富士通は2016年5月19日、島津富士通の工場で行っていたIoTの実証実験の成果を発表した。
富士通のIoTデータ活用基盤「FUJITSU Cloud Service IoT Platform」と「インテル IoTゲートウェイ」の連携により、製造工程を見える化。製造ライン上の機能試験工程とリペア工程の適正化を実現し、出荷遅延による追加輸送コストを抑制することで、輸送コストを30%削減できたという。
この実証実験は、富士通とインテルが合意したIoT分野での協業に基づき、昨年5月から行われたもの。

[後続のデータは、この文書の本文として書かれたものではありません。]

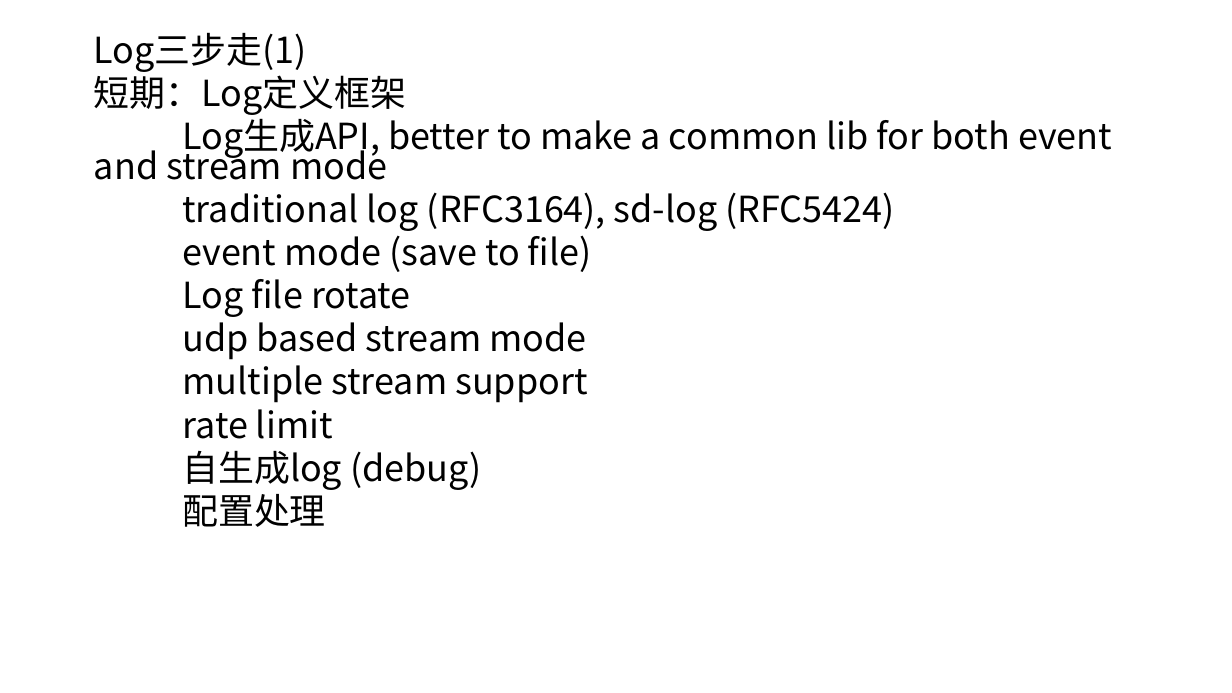
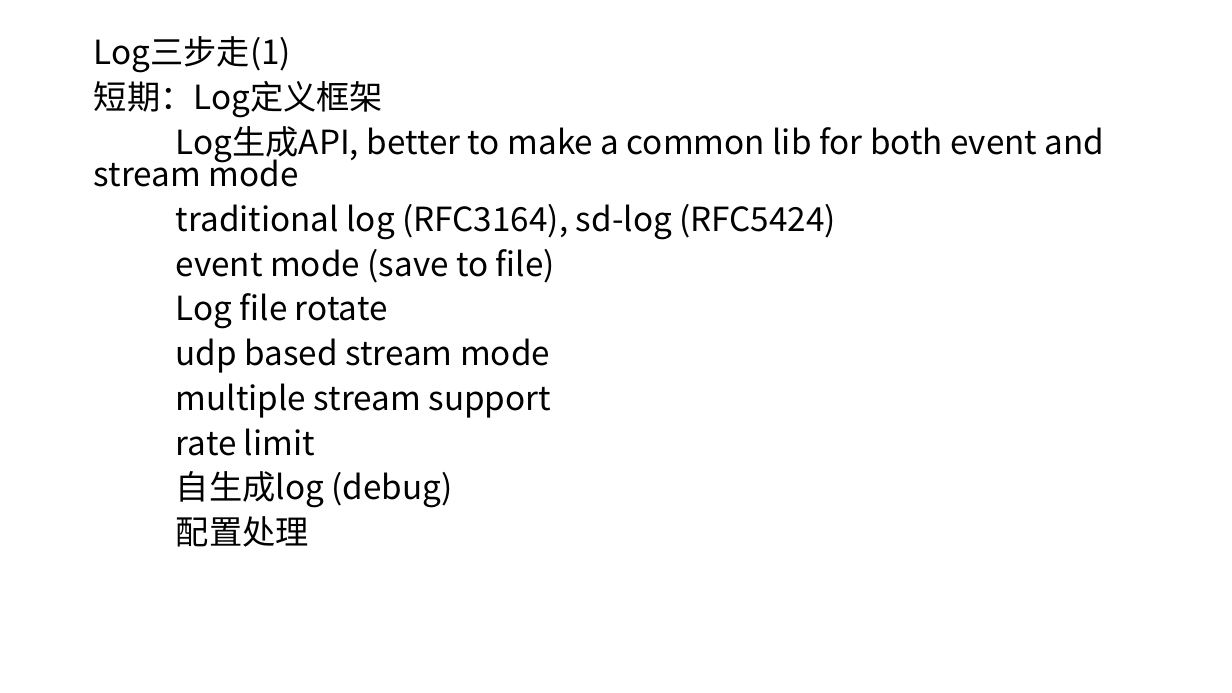
Before and after one commit to qicen/jw, a slide deck: slide 16 of log.pptx (slide 12 before the commit). Drawn at 1232x693 pixels with LibreOffice and Linux fonts; fonts in the diff are those of the drawing. Boxes give left, top, right and bottom in pixels: in the first picture for what was removed or moved away, otherwise in the second. Text is boxed around its words. In the diff, an @@ line names an element or a change of style, - is before the commit and + after.

```diff
--- a/log.pptx
+++ b/log.pptx
@@ text "Log三步走(1)" at [94,36,1105,547]: size 28 to 25.9 pt; line spacing 0.7 to 0.8 @@
```
Also in this commit, not shown: 8 other slides changed, 5 slides added, 1 slide removed.

島根富士通では主にノートPCの製造を手掛けている。製造ライン上の機能試験工程で不具合が検知された製品は、リペア工程に送られ、不具合の診断・解析・修理を行って出荷するが、リペア工程ではその不具合が再現できない場合がある。このため、原因の特定や再発防止策を講じることが難しく、結果として修理対象製品が余分に発生していた。
また、リペア工程においても、修理対象製品の状況や出荷期限のリアルタイムでの見える化が行われていなかったため、出荷期限を超過し、輸送トラックの追加手配費用が発生していたという課題があったという。
そこでIoTを活用し、機能試験工程とリペア工程の見える化に取り組んだ。
機能試験工程については、作業者の作業映像や画面に表示されるエラーコードを撮影。インテル IoTゲートウェイに集約後、画像解析処理することで、エラーコードの収集・集約作業を効率化するとともに、不具合の傾向も効率的に分析できるようにした。
機能試験工程の見える化のイメージ |
リペア工程については、修理対象製品にビーコンセンサーを貼り付け。工程内での位置や滞留時間、出荷期限を作業員全員が瞬時に把握できるようにした。その結果、出荷遅延による輸送トラックの追加手配が減り、輸送コストの30%削減を実現したという。